Gary, Gary, Gary… (ici Ajar…) C’est un des grands noms de la littérature française. On en entend beaucoup de bien, on apprécie le personnage, ses frasques, sa personnalité, son histoire mouvementée… Tout cela m’a évidemment donné très envie de me plonger dans l’œuvre de cet auteur, d’autant plus que j’avais lu la promesse de l’aube il y a quelques années et que cela avait été pour moi une lecture assez plaisante, où j'y reconnaissais la patte d’un grand écrivain. Mais j’ai parfois pu avoir l’écho de petites voix s’élevant contre cet auteur, le trouvant « dépassé » et le considérant comme un écrivain qui a mal vieilli. Force est de constater que la vie devant soi m’a donné cette impression et m’a profondément fâché avec Gary (pour un temps, je lui laisserais une dernière chance, je suis plein de bonté.)
Bon Momo est un gosse des basses couches de la société parisienne, recueilli par une ancienne catin juive, qui a ouvert une sorte de foyer, « un clandé » pour les enfants de « celles qui se défendent avec leur cul ». Le roman suit les derniers souffle de l’histoire d’amour (quel sens donner à cet amour ?) entre le petit Momo donc et madame Rosa, cette vielle femme au bord de la mort.
Bon évacuons déjà une première chose, oui l’histoire entre ces deux personnages à quelque chose d’émouvant. Voir une jeune personne s’occuper ainsi d’une vielle dame, prendre soin d’elle au point de lui laver les parties intimes, car elle se fait dessus, ça émeut. Oui, une histoire que j’ai trouvé symbolique, une sorte de réconciliation métaphorique entre juifs et arabes. Encore une fois chez Gary, on a quand même toujours du mal à s’identifier à ces personnages hors-normes, un peu irréalistes. Momo est à la fois stupide comme un enfant mais en même temps comprend le monde qui l’entoure d’une manière parfaitement lucide… Puis toutes ces rencontres avec des personnages qui aident le jeune Momo à se construire sont comme des sortes de « points de passages obligatoires » d’un roman d’initiation (le vieil homme éclairé, les frères mafieux, la rencontre fortuite avec une belle jeune femme…) ça n’est pas un problème en soi, mais ici leur présence est trop superficielle. La vieille femme juive et le travesti sénégalais sauvent un peu le roman grâce à une belle construction des personnages. Mais tout cela n’a finalement que peu d’intérêt, je m’intéresse à la manière dont tout cela est raconté, et c’est là que cela pose problème.
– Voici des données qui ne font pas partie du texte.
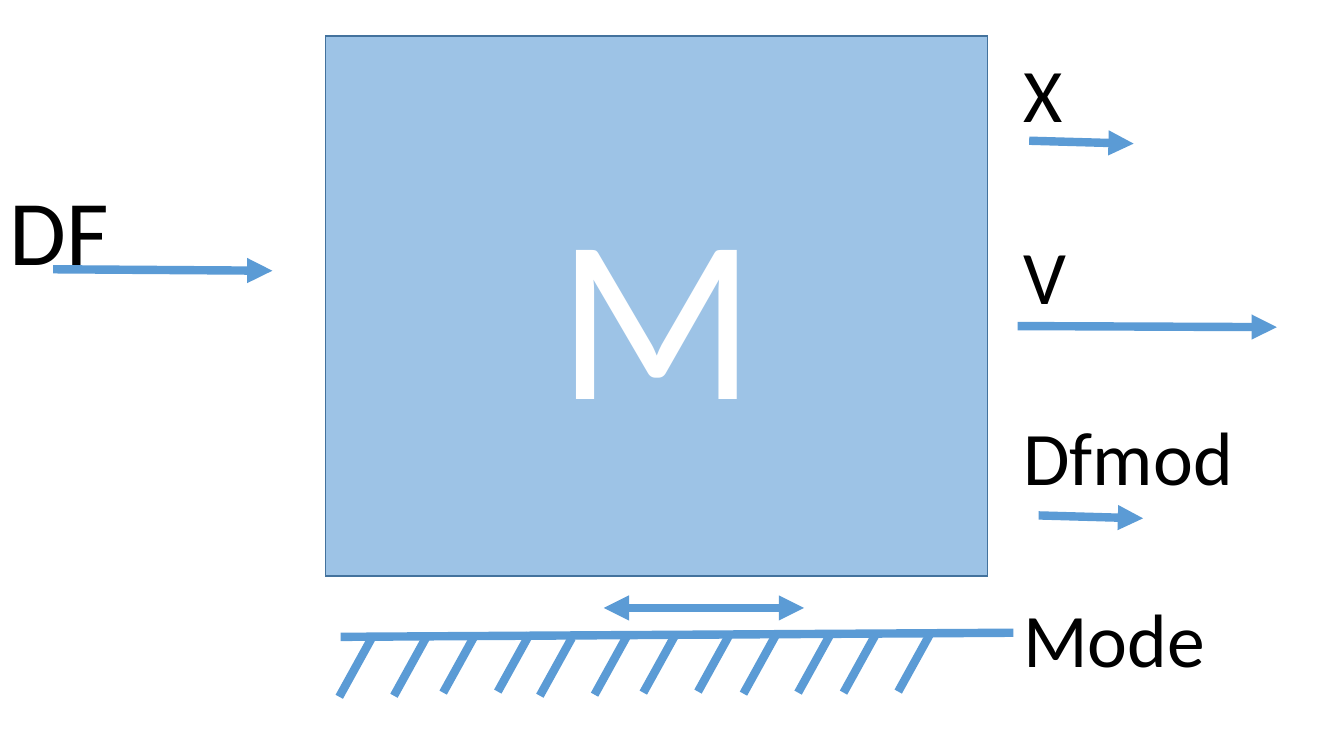
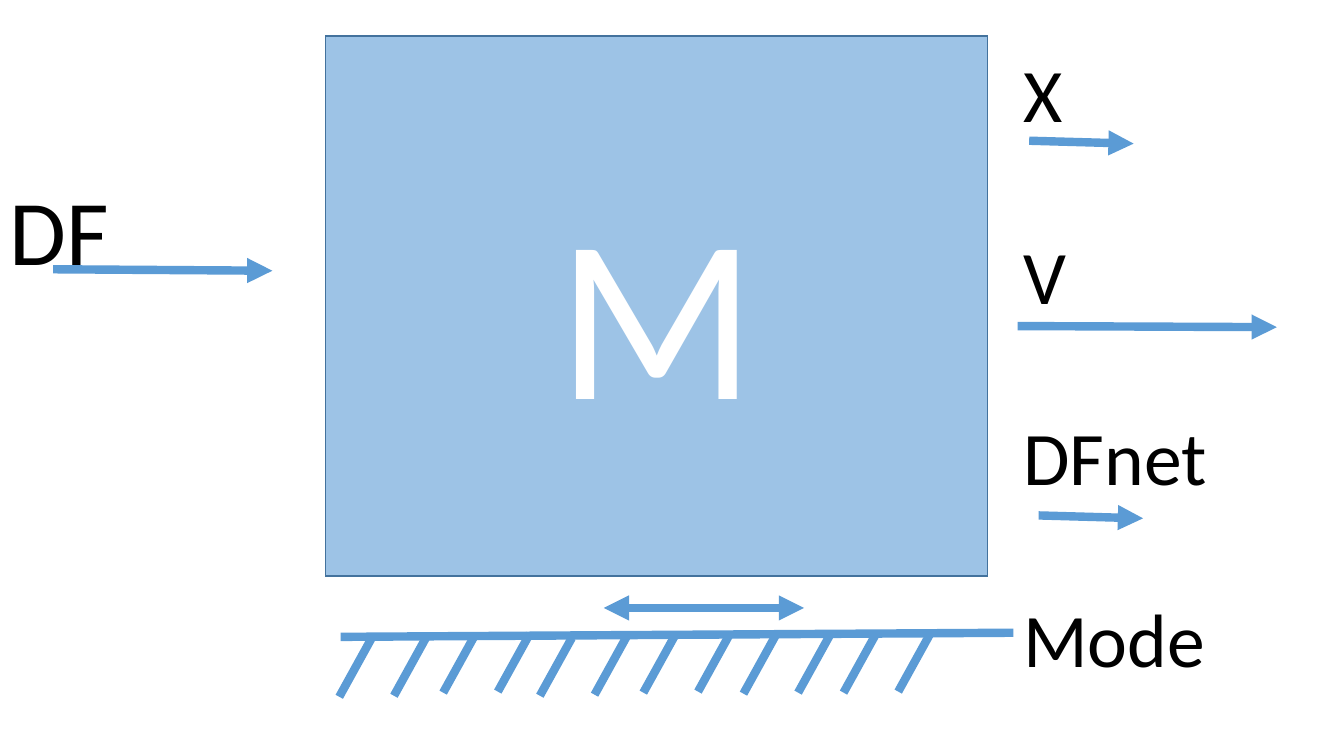
Before and after one commit to davegutz/sciDAG, a slide deck: slide 1 of XcosStructure/Lib/images/blocks/FRICTION.pptx. Drawn at 1344x756 pixels with LibreOffice and Linux fonts; fonts in the diff are those of the drawing. Boxes give left, top, right and bottom in pixels: in the first picture for what was removed or moved away, otherwise in the second. Text is boxed around its words. In the diff, an @@ line names an element or a change of style, - is before the commit and + after.

```diff
--- a/XcosStructure/Lib/images/blocks/FRICTION.pptx
+++ b/XcosStructure/Lib/images/blocks/FRICTION.pptx
@@ text at bbox=[1023, 436, 1206, 486]: text changed @@
-Dfmod
+DFnet
```
Also in this commit, not shown: 10 other files.

On loue souvent la narration « enfantine » du roman comme sa plus grande qualité. Quelle belle foutaise. On sent tellement la plume de Gary/Ajar se forçant à se donner un côté enfantin, ayant juste mis un petit vernis d’enfance dans le choix des mots. Non désolé, ce n’est pas illisible non plus, mais cela reste assez au mauvais dans le style. Pour moi (oui je donne des conseils aux grands auteurs.) Ajar aurait encore dû pousser bien davantage le côté narration enfantine. Je rejoins totalement Philou 33 dans sa critique quand il affirme que l’auteur n’a sans doute jamais dû côtoyer d’enfants, tant le récit même avec quelques maladresses dans l’expression, reste d’une fluidité et d’une lucidité assez remarquable pour un bambin.
Un livre qui m’a fortement déçu, je m’attendais à un classique émouvant et rafraichissant dans son style, un monument de la littérature du XXE siècle et j’ai lu une sorte d’écriture d’invention d’étudiants de première Littéraire dont le sujet aurait été « Imaginez la vie d’un jeune enfant marginal dans le Paris des années 70 ». Passez votre chemin. Ce n’est pas madame Rosa qui agonise pendant 260 pages, mais bien le lecteur.